L’histoire, dans son indulgente équité, lui tient pourtant compte de certaines vertus royales, restées sans relief pour les contemporains faute de mise en scène et de grâce qui les fissent valoir, George Ier, nous dit-elle, avait de la droiture, de la sincérité ; il ne manquait ni du sentiment de l’honneur ni d’une certaine bienveillance naturelle. Fidèle à ses amitiés, il se souvenait mieux d’un service que d’une ingratitude ou d’un méfait. Son humeur était égale, ses penchans le portaient à l’économie. Un courage incontestable, une certaine connaissance des choses militaires, ne l’empêchaient point d’apprécier la paix ce qu’elle vaut. En somme, il aimait son peuple autant qu’il lui était donné d’aimer quelque chose ici-bas ; mais l’extérieur était gauche, l’attitude maussade : nul goût pour les pompes de la royauté, nulle intelligence des arts, — sauf de la musique, qu’il aimait comme tout bon Allemand. Les hommes politiques lui reprochaient, jointe à une obstination invincible, une compréhension très bornée des grands intérêts qu’il avait à mettre en balance. « Il a, disait lord Chesterfield, des vues, des affections limitées comme l’électorat d’où il nous vient. L’Angleterre est un trop gros morceau pour un esprit si étroit. » Ajoutez à ceci que, lors de son avènement, il avait cinquante-quatre ans passés, un âge où le pli est pris, l’ornière creusée, où les habitudes sont contractées, les dispositions immuables.

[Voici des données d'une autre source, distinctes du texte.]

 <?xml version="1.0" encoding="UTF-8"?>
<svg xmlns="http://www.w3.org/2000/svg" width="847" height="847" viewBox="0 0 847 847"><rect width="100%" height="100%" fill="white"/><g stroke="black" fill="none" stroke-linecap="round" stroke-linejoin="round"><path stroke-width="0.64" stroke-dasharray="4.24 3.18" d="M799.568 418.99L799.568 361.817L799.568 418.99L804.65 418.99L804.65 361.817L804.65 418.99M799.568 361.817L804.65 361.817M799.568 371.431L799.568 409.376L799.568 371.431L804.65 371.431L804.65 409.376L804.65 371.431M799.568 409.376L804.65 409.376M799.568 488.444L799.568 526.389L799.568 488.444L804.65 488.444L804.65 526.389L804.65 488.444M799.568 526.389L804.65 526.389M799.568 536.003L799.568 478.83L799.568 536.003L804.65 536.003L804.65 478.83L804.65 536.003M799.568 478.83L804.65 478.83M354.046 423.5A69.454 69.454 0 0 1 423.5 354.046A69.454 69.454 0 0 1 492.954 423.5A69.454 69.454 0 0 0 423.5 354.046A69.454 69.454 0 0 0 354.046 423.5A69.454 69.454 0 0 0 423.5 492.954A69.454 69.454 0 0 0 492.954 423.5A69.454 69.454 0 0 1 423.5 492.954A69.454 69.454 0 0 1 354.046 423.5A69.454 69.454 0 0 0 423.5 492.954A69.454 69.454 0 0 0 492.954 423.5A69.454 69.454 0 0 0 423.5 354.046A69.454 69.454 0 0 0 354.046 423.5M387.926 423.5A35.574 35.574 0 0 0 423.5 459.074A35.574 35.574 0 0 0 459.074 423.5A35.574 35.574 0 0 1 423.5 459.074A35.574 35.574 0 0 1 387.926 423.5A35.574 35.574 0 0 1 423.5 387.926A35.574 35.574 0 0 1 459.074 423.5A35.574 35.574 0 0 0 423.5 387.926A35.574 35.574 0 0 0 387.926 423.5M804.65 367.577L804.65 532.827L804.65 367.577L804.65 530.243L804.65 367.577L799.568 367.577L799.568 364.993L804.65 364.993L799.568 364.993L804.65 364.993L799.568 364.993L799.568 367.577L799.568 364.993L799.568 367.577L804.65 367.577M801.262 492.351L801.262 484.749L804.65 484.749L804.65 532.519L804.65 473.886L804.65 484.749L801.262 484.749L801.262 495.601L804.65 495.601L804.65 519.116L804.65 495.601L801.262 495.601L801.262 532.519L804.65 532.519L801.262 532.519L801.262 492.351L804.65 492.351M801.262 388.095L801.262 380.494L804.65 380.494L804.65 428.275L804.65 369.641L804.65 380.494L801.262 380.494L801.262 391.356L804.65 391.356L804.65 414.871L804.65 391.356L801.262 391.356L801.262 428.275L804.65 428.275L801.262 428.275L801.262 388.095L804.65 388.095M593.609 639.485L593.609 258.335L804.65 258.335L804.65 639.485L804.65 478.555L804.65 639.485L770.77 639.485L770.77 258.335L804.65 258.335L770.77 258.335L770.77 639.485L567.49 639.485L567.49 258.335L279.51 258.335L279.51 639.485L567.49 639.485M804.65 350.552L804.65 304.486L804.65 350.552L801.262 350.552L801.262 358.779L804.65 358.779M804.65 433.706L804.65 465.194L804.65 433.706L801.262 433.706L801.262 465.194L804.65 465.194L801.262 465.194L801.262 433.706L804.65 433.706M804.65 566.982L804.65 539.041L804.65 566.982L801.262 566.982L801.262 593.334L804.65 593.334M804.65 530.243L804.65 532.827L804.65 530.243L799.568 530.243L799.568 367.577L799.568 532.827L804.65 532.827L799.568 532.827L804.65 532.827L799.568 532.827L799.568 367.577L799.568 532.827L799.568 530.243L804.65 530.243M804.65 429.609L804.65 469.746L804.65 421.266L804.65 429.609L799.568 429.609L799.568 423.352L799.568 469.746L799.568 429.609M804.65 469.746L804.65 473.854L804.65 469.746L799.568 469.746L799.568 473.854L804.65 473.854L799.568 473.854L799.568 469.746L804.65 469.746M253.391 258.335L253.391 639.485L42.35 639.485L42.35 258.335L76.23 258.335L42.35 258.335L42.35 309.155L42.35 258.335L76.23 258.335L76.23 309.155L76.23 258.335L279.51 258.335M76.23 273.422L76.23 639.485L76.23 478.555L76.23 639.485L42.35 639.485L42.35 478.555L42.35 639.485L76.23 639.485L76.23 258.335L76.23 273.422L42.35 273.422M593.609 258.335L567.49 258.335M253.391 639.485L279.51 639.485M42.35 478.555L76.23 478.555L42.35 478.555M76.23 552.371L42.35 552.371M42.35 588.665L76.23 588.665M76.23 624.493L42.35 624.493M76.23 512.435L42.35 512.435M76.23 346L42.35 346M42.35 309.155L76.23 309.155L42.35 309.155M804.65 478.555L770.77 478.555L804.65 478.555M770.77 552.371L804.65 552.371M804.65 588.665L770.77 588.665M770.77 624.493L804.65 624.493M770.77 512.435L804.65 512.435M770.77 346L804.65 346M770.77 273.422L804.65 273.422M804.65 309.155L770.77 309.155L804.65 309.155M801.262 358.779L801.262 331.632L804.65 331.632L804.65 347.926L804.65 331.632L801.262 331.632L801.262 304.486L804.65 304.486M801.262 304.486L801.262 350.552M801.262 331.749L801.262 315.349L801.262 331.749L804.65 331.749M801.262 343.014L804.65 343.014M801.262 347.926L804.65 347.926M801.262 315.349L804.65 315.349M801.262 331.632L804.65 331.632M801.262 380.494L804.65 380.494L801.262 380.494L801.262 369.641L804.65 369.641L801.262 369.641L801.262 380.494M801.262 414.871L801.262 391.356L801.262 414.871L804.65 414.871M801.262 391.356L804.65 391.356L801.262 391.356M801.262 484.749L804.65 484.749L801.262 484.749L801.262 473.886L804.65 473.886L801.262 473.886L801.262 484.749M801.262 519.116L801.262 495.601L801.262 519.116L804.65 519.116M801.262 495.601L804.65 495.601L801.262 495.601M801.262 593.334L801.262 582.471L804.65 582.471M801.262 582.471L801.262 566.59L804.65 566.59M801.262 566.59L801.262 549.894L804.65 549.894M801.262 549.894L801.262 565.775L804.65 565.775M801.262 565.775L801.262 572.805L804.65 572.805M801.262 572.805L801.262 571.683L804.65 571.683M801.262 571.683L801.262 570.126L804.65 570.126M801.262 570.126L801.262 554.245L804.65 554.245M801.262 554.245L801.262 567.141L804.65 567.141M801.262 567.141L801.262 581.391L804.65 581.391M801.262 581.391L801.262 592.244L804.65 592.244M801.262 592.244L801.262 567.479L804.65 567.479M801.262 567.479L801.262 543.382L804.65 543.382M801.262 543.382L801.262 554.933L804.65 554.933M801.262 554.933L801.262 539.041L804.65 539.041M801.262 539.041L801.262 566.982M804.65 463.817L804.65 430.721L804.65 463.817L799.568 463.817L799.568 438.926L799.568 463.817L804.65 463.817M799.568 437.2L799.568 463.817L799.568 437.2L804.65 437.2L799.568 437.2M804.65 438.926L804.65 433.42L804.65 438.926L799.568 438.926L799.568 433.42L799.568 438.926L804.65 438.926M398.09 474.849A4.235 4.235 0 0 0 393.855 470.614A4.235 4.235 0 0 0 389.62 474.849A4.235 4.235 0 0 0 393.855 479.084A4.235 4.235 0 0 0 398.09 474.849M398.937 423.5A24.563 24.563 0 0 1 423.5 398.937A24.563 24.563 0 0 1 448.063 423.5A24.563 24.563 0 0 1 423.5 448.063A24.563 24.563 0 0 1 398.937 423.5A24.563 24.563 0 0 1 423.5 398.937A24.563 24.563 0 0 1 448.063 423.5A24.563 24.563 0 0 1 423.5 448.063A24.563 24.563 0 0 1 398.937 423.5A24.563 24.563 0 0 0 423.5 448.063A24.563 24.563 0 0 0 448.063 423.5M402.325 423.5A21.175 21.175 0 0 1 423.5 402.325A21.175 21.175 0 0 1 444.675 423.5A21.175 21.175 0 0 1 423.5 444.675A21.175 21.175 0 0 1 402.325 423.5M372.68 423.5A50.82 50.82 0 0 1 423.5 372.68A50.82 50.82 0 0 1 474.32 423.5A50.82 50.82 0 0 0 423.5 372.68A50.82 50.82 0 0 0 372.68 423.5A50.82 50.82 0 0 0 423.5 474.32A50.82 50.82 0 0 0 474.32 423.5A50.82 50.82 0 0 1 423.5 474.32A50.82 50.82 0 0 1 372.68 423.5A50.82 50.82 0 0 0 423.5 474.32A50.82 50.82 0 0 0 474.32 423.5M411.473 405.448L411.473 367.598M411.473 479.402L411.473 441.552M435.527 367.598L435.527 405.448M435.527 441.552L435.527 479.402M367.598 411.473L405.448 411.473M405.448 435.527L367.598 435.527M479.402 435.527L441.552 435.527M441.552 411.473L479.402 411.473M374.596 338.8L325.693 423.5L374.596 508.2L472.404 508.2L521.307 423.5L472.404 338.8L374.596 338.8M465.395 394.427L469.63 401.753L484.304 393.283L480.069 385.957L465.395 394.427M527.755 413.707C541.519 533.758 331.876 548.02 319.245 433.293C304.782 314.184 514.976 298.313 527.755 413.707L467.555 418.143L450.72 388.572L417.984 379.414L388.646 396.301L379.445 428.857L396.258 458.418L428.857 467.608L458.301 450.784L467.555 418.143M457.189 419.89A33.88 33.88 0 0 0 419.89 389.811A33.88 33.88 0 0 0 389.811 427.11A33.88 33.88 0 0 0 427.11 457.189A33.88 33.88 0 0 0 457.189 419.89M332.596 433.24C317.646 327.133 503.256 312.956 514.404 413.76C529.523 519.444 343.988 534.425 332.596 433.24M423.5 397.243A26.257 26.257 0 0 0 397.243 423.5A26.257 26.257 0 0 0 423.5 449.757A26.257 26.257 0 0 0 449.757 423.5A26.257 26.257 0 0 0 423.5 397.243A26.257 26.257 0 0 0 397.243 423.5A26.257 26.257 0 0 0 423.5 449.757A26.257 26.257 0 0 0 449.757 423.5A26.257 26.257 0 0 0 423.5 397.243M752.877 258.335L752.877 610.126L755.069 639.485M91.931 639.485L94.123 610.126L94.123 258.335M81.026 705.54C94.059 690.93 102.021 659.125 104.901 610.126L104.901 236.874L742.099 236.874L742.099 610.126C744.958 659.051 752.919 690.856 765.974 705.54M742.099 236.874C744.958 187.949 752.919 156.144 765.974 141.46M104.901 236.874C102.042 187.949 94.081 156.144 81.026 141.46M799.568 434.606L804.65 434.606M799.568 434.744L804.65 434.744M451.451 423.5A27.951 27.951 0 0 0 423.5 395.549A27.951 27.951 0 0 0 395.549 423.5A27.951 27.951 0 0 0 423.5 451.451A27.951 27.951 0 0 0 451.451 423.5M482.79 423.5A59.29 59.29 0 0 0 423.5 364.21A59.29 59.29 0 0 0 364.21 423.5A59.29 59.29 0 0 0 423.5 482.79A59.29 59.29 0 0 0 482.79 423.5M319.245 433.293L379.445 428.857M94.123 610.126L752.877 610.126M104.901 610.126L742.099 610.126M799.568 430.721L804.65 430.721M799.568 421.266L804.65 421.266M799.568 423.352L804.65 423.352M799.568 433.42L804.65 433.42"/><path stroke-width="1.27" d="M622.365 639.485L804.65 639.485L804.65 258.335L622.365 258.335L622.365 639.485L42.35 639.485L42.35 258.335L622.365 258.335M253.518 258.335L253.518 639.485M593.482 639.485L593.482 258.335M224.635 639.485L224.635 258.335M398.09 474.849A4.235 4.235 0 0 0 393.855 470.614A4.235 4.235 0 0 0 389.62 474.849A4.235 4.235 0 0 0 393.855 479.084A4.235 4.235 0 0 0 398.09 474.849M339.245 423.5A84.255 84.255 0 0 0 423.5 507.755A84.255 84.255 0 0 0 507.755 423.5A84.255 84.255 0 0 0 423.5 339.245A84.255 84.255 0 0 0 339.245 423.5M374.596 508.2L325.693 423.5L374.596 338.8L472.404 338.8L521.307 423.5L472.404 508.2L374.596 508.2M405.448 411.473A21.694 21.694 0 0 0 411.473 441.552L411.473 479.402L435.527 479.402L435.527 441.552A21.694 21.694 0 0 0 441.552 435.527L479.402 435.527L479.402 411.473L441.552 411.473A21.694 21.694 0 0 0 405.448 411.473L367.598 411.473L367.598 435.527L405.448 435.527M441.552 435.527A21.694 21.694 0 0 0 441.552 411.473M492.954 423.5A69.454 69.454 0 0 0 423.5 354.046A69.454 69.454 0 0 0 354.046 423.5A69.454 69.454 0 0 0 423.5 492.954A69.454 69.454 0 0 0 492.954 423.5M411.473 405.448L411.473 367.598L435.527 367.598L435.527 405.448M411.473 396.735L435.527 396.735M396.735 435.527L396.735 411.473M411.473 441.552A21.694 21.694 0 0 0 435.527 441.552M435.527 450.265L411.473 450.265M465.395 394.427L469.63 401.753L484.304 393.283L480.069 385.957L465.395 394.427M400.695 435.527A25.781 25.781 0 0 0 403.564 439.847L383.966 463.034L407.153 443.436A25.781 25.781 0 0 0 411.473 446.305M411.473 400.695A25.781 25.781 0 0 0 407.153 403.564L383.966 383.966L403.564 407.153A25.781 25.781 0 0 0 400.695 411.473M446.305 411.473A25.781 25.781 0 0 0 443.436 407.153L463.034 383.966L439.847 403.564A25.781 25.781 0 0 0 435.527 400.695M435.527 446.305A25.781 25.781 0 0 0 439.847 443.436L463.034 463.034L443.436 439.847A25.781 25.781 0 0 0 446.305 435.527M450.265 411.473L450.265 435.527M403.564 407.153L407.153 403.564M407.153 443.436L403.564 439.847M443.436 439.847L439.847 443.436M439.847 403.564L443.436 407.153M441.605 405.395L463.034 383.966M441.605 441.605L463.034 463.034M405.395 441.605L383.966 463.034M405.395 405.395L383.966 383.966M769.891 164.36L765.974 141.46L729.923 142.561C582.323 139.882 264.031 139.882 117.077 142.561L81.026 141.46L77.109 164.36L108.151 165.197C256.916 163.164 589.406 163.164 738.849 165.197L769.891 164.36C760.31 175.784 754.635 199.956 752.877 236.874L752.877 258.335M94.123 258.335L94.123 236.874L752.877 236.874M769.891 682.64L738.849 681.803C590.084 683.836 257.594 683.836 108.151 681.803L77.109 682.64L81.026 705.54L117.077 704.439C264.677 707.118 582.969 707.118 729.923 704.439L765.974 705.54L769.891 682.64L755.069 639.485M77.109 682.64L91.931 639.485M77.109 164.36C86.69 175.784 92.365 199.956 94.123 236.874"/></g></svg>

Il se méfiait de son fils, — dont il ne se croyait pas le père, s’il faut s’en rapporter à Saint-Simon, — et le tint toujours en suspicion presque haineuse. George-Auguste de son côté n’avait jamais pu pardonner à George-Louis la captivité où, depuis l’année 1694 s’éteignait lentement la malheureuse Sophie-Dorothée de Zell ; on raconte qu’il avait tenté d’arracher sa mère aux cachots glacés du château d’Ahlsen, et que cet acte de dévoûment filial l’avait à jamais perdu dans l’esprit ombrageux de son père. Quelques fermens d’une animosité irréconciliable subsistèrent toujours entre eux malgré le continuel travail de réparation et d’apaisement où s’épuisa la vie de la princesse qui fut la reine Caroline[1]. De toutes les qualités requises pour le difficile métier de roi, George-Auguste, qui fut George II, et que les tories avaient surnommé le Capitaine, n’eut jamais qu’un certain esprit de justice et beaucoup de

  1. Ce dernier nom a remplacé dans l’histoire celui de Charlotte.